Personal information
- Full name: John Murray Mordaunt
- Born: 30 December 1837 Stratford-upon-Avon, Warwickshire, England
- Died: 21 December 1923 (aged 85) Westminster, Middlesex, England
- Batting: Unknown
- Bowling: Unknown
- Relations: Eustace Mordaunt (son) Gerald Mordaunt (son) Henry Mordaunt (son) Osbert Mordaunt (brother) David Mordaunt (great-grandson) Francis Portman (nephew)

Domestic team information
- 1863: Marylebone Cricket Club

Career statistics
| Competition | First-class |
| Matches | 2 |
| Runs scored | 35 |
| Batting average | 11.66 |
| 100s/50s | –/– |
| Top score | 24* |
| Balls bowled | 20 |
| Wickets | 0 |
| Bowling average | – |
| 5 wickets in innings | – |
| 10 wickets in match | – |
| Best bowling | – |
| Catches/stumpings | –/– |
- Source: Cricinfo, 1 October 2021

= John Mordaunt (cricketer) =

English cricketer, British Army officer and shipbuilder

John Murray Mordaunt (30 December 1837 — 21 December 1923) was an English first-class cricketer, British Army officer and shipbuilder.

The son of Sir John Mordaunt, he was born at Stratford-upon-Avon in December 1837. He was educated at Eton College, where he played in the cricket eleven. From Eton he went up to Christ Church at the University of Oxford, though he did not feature for the Oxford University Cricket Club during his studies there. Six years after he had graduated from Oxford, Mordaunt was commissioned as a cornet in the Warwickshire Yeomanry in September 1861 and in December 1862, he was appointed deputy lieutenant for Warwickshire. Mordaunt made two appearances in first-class cricket in 1863, playing for the Marylebone Cricket Club against Oxford University at Lord's and for the Gentlemen of Marylebone Cricket Club against the Gentlemen of Kent at Canterbury during the Canterbury Cricket Week, scoring a total of 35 runs across both matches.

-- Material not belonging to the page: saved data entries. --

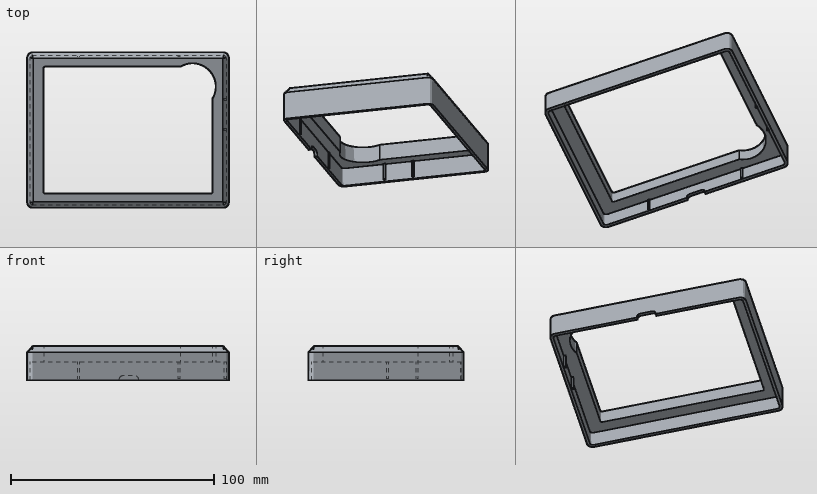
import cadquery as cq
import math

length = 99.5
width = 76.7
height = 17.0
corner_radius = 3.0
chamfer_drop = 3.3
chamfer_inset = 3.0

wall = 1.5
pocket_depth = 9.1
pocket_radius = corner_radius - wall

side_margin = 8.2
end_margin = 7.2
window_radius = 0.8
window_half_length = length / 2 - side_margin
window_half_width = width / 2 - end_margin

relief_radius = 11.4
relief_x = 31.7
relief_y = 21.4

notch_length = 9.6
notch_diameter = 4.0
notch_x = 0.3
notch_z = 0.5

rib_width = 1.0
rib_bottom = 1.0
back_rib_projection = 0.4
back_rib_x = (-24.5, 25.0)
right_rib_projection = 1.0
right_rib_y = (0.5, 15.1)


def make_shell():
    """Solid outer block with rounded upright edges and a bevelled top rim."""
    block = cq.Workplane("XY").rect(length, width).extrude(height)
    block = block.edges("|Z").fillet(corner_radius)
    return block.faces(">Z").edges().chamfer(chamfer_drop, chamfer_inset)


def make_pocket():
    """Hollow that leaves the four side walls."""
    pocket = cq.Workplane("XY").rect(length - 2 * wall, width - 2 * wall).extrude(pocket_depth)
    return pocket.edges("|Z").fillet(pocket_radius)


def make_window():
    """Rectangular opening whose back right corner is an arc about the relief centre."""
    back_run = math.sqrt(relief_radius**2 - (window_half_width - relief_y) ** 2)
    side_run = math.sqrt(relief_radius**2 - (window_half_length - relief_x) ** 2)
    diagonal = relief_radius * math.sqrt(0.5)
    window = (
        cq.Workplane("XY")
        .moveTo(-window_half_length, -window_half_width)
        .lineTo(window_half_length, -window_half_width)
        .lineTo(window_half_length, relief_y - side_run)
        .threePointArc(
            (relief_x + diagonal, relief_y + diagonal),
            (relief_x - back_run, window_half_width),
        )
        .lineTo(-window_half_length, window_half_width)
        .close()
        .extrude(height)
    )
    rounded_corners = window.edges("|Z and <Y").add(window.edges("|Z and <X"))
    return rounded_corners.fillet(window_radius)


def make_notch():
    """Slot running in Y through the back wall only."""
    return (
        cq.Workplane("XZ", origin=(notch_x, width / 2, notch_z))
        .slot2D(notch_length, notch_diameter)
        .extrude(wall)
    )


def make_rib(x, y, size_x, size_y):
    """Upright rib from just above the rim to the pocket ceiling."""
    rib_height = pocket_depth - rib_bottom
    rib = cq.Workplane("XY").box(size_x, size_y, rib_height, centered=(True, True, False))
    return rib.translate((x, y, rib_bottom))


result = make_shell().cut(make_pocket()).cut(make_window()).cut(make_notch())

for rib_x in back_rib_x:
    result = result.union(make_rib(rib_x, width / 2 - wall, rib_width, 2 * back_rib_projection))
for rib_y in right_rib_y:
    result = result.union(make_rib(length / 2 - wall, rib_y, 2 * right_rib_projection, rib_width))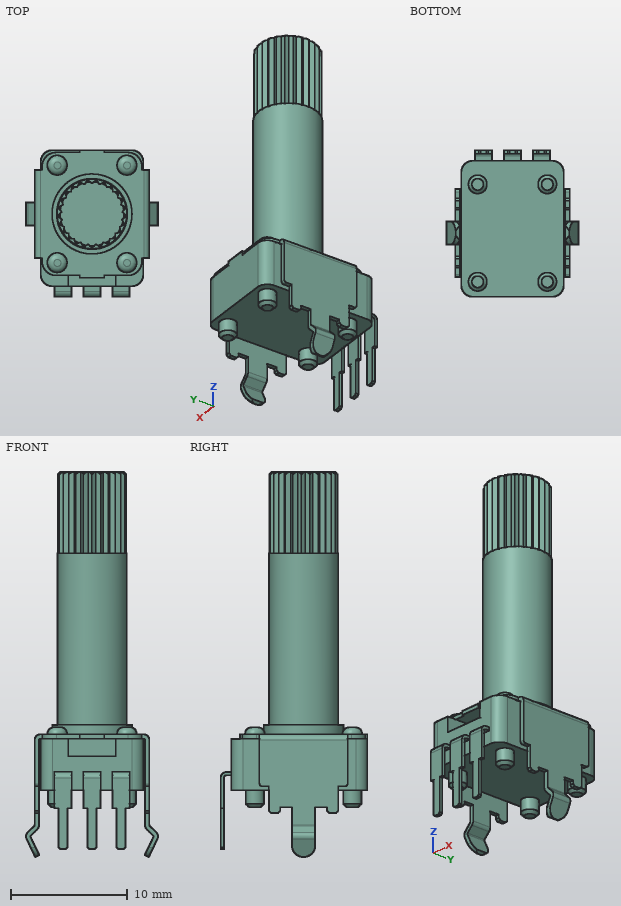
import cadquery as cq
import math


sheet = 0.4
plate_half_width = 4.3
plate_half_length = 5.3
plate_corner_radius = 1.2
edge_tab_width = 2.1
edge_tab_reach = 0.2
flange_outer_x = 4.95
flange_overlap = 0.8
flange_half_length = 3.8
bend_radius = 0.3
flange_bottom = -4.5
flange_corner_radius = 0.25
skirt_half_length = 3.0
foot_bottom = -6.8
foot_width = 1.0
foot_chamfer = 0.2
notch_top = -6.3
corner_tolerance = 0.001

snap_half_width = 1.0
snap_start = -7.95
snap_elbow_x = 5.56
snap_elbow_z = -8.75
snap_tip_x = 4.72
snap_tip_z = -10.5
snap_bottom = -10.6
snap_tip_rise = 0.85

body_width = 8.85
body_back = plate_half_length + edge_tab_reach
body_front = -6.24
body_bottom = -4.85
body_corner_radius = 1.0
window_width = 4.1
window_floor = -1.9
window_depth = 2.5

rivet_x = 3.0
rivet_y = 4.2
rivet_diameter = 1.6
rivet_head_diameter = 1.7
rivet_head_height = 0.6
rivet_head_round = 0.55
rivet_bottom = -6.3
rivet_chamfer = 0.3

pin_pitch = 2.5
pin_sheet = 0.3
pin_outer_y = -7.15
pin_top = -3.25
pin_bend_radius = 0.35
pin_wide = 1.5
pin_narrow = 0.8
pin_step = -6.4
pin_bottom = -9.9
pin_tip_chamfer = 0.15
pin_embed = 0.5

collar_diameter = 6.9
collar_height = 0.8
collar_bore = 6.1
shaft_diameter = 6.0
shaft_shoulder = 15.6
shaft_top = 22.6
knurl_diameter = 5.9
knurl_root_diameter = 5.25
knurl_teeth = 25
knurl_chamfer = 0.2


def block(x_min, x_max, y_min, y_max, z_min, z_max):
    """Box given by its limits along each axis."""
    size = (x_max - x_min, y_max - y_min, z_max - z_min)
    return cq.Workplane("XY").box(*size, centered=False).translate((x_min, y_min, z_min))


def bent_strip(points, radius, thickness, width):
    """Sheet strip swept along a polyline, given by its middle line, with rounded bends."""
    vectors = [cq.Vector(*point) for point in points]
    path = cq.Wire.makePolygon(vectors).fillet(radius)
    run = vectors[1] - vectors[0]
    across = cq.Vector(0, 1, 0) if run.y == 0 else cq.Vector(1, 0, 0)
    section = cq.Plane(origin=vectors[0], xDir=across, normal=run)
    return cq.Workplane(section).rect(width, thickness).sweep(cq.Workplane(path))


def make_body():
    """Rounded block with a window open to the front and top."""
    length = body_back - body_front
    middle_y = (body_back + body_front) / 2
    body = (
        cq.Workplane("XY", origin=(0, middle_y, body_bottom))
        .rect(body_width, length)
        .extrude(-sheet - body_bottom)
        .edges("|Z")
        .fillet(body_corner_radius)
    )
    half = window_width / 2
    window = block(-half, half, body_front, body_front + window_depth, window_floor, -sheet)
    return body.cut(window)


def make_plate():
    """Cover plate with a short tab on the front and back edges."""
    plate = (
        cq.Workplane("XY", origin=(0, 0, -sheet))
        .rect(2 * plate_half_width, 2 * plate_half_length)
        .extrude(sheet)
        .edges("|Z")
        .fillet(plate_corner_radius)
    )
    half = edge_tab_width / 2
    reach = plate_half_length + edge_tab_reach
    tabs = block(-half, half, -reach, reach, -sheet, 0)
    return plate.union(tabs)


def corner_edges(solid, y, z):
    """Edges along X at height z, at both +y and -y."""

    def at_corner(edge):
        center = edge.Center()
        return math.hypot(abs(center.y) - y, center.z - z) < corner_tolerance

    return solid.edges("|X").filter(at_corner)


def flange_silhouette():
    """Solid with the flange outline in Y and Z, which trims the bent strip."""
    y_foot = skirt_half_length - foot_width
    half = [
        (flange_half_length, 0),
        (flange_half_length, flange_bottom),
        (skirt_half_length, flange_bottom),
        (skirt_half_length, foot_bottom),
        (y_foot, foot_bottom),
        (y_foot, notch_top),
    ]
    mirrored = [(-y, z) for y, z in reversed(half)]
    depth = 2 * flange_outer_x
    skirt = cq.Workplane("YZ").polyline(half + mirrored).close().extrude(depth)

    skirt = corner_edges(skirt, flange_half_length, flange_bottom).fillet(flange_corner_radius)
    for y in (skirt_half_length, y_foot):
        skirt = corner_edges(skirt, y, foot_bottom).chamfer(foot_chamfer)
    shoulder = snap_bottom + snap_tip_rise
    snap = (
        cq.Workplane("YZ")
        .moveTo(-snap_half_width, notch_top)
        .lineTo(-snap_half_width, shoulder)
        .threePointArc((0, snap_bottom), (snap_half_width, shoulder))
        .lineTo(snap_half_width, notch_top)
        .close()
        .extrude(depth)
    )
    return skirt.union(snap)


def make_flange():
    """Flange on the +X side with its feet and snap tab."""
    middle_x = flange_outer_x - sheet / 2
    middle_line = [
        (plate_half_width - flange_overlap, 0, -sheet / 2),
        (middle_x, 0, -sheet / 2),
        (middle_x, 0, snap_start),
        (snap_elbow_x, 0, snap_elbow_z),
        (snap_tip_x, 0, snap_tip_z),
    ]
    strip = bent_strip(middle_line, bend_radius, sheet, 2 * flange_half_length)
    return strip.intersect(flange_silhouette())


def make_rivet():
    """Rivet with a domed head on the plate and a chamfered end below the body."""
    shank = (
        cq.Workplane("XY", origin=(0, 0, rivet_bottom))
        .circle(rivet_diameter / 2)
        .extrude(-rivet_bottom)
        .faces("<Z")
        .chamfer(rivet_chamfer)
    )
    head = (
        cq.Workplane("XY")
        .circle(rivet_head_diameter / 2)
        .extrude(rivet_head_height)
        .faces(">Z")
        .edges()
        .fillet(rivet_head_round)
    )
    return shank.union(head)


def make_pin():
    """Terminal bent down from the body front, with a narrower lower half."""
    middle_y = pin_outer_y + pin_sheet / 2
    middle_z = pin_top - pin_sheet / 2
    middle_line = [
        (0, body_front + pin_embed, middle_z),
        (0, middle_y, middle_z),
        (0, middle_y, pin_bottom),
    ]
    strip = bent_strip(middle_line, pin_bend_radius, pin_sheet, pin_wide)
    y_limits = (pin_outer_y, body_front + pin_embed)
    upper = block(-pin_wide / 2, pin_wide / 2, *y_limits, pin_step, pin_top)
    lower = block(-pin_narrow / 2, pin_narrow / 2, *y_limits, pin_bottom, pin_step)
    lower = lower.faces("<Z").edges("|Y").chamfer(pin_tip_chamfer)
    return strip.intersect(upper.union(lower))


def make_shaft():
    """Shaft with a V-toothed knurl, standing in the collar with a thin gap around it."""
    collar = cq.Workplane("XY").circle(collar_diameter / 2).extrude(collar_height)
    collar = collar.cut(cq.Workplane("XY").circle(collar_bore / 2).extrude(collar_height))
    shank = cq.Workplane("XY").circle(shaft_diameter / 2).extrude(shaft_shoulder)
    outline = []
    for step in range(2 * knurl_teeth):
        diameter = knurl_root_diameter if step % 2 else knurl_diameter
        angle = step * math.pi / knurl_teeth - math.pi / 2
        outline.append((diameter / 2 * math.cos(angle), diameter / 2 * math.sin(angle)))
    knurl_base = cq.Workplane("XY", origin=(0, 0, shaft_shoulder))
    knurl_height = shaft_top - shaft_shoulder
    knurl = knurl_base.polyline(outline).close().extrude(knurl_height)
    envelope = knurl_base.circle(knurl_diameter / 2).extrude(knurl_height)
    envelope = envelope.faces(">Z").chamfer(knurl_chamfer)
    return collar.union(shank).union(knurl.intersect(envelope))


flange = make_flange()
rivet = make_rivet()
pin = make_pin()

result = make_body().union(make_plate()).union(flange).union(flange.mirror("YZ"))
for x in (-rivet_x, rivet_x):
    for y in (-rivet_y, rivet_y):
        result = result.union(rivet.translate((x, y, 0)))
for x in (-pin_pitch, 0, pin_pitch):
    result = result.union(pin.translate((x, 0, 0)))
result = result.union(make_shaft())

In April 1864, he was promoted to lieutenant in the Warwickshire Yeomanry. Mordaunt went into business with Thomas Ridley Oswald as a shipbuilder in Southampton in 1878, with the company being declared bankrupt in 1881. In addition to having served as a deputy lieutenant for Warwickshire, Mordaunt was also a justice of the peace for the county. He died at Westminster in December 1923. He was married to Elizabeth Evelyn Cotes, a daughter of John Cotes and Lady Louisa Jenkinson, with the couple having five children; their three sons Eustace, Gerald and Henry all played first-class cricket. Other relations who also played first-class cricket included his brother, Osbert, great-grandson David Mordaunt and nephew Francis Portman.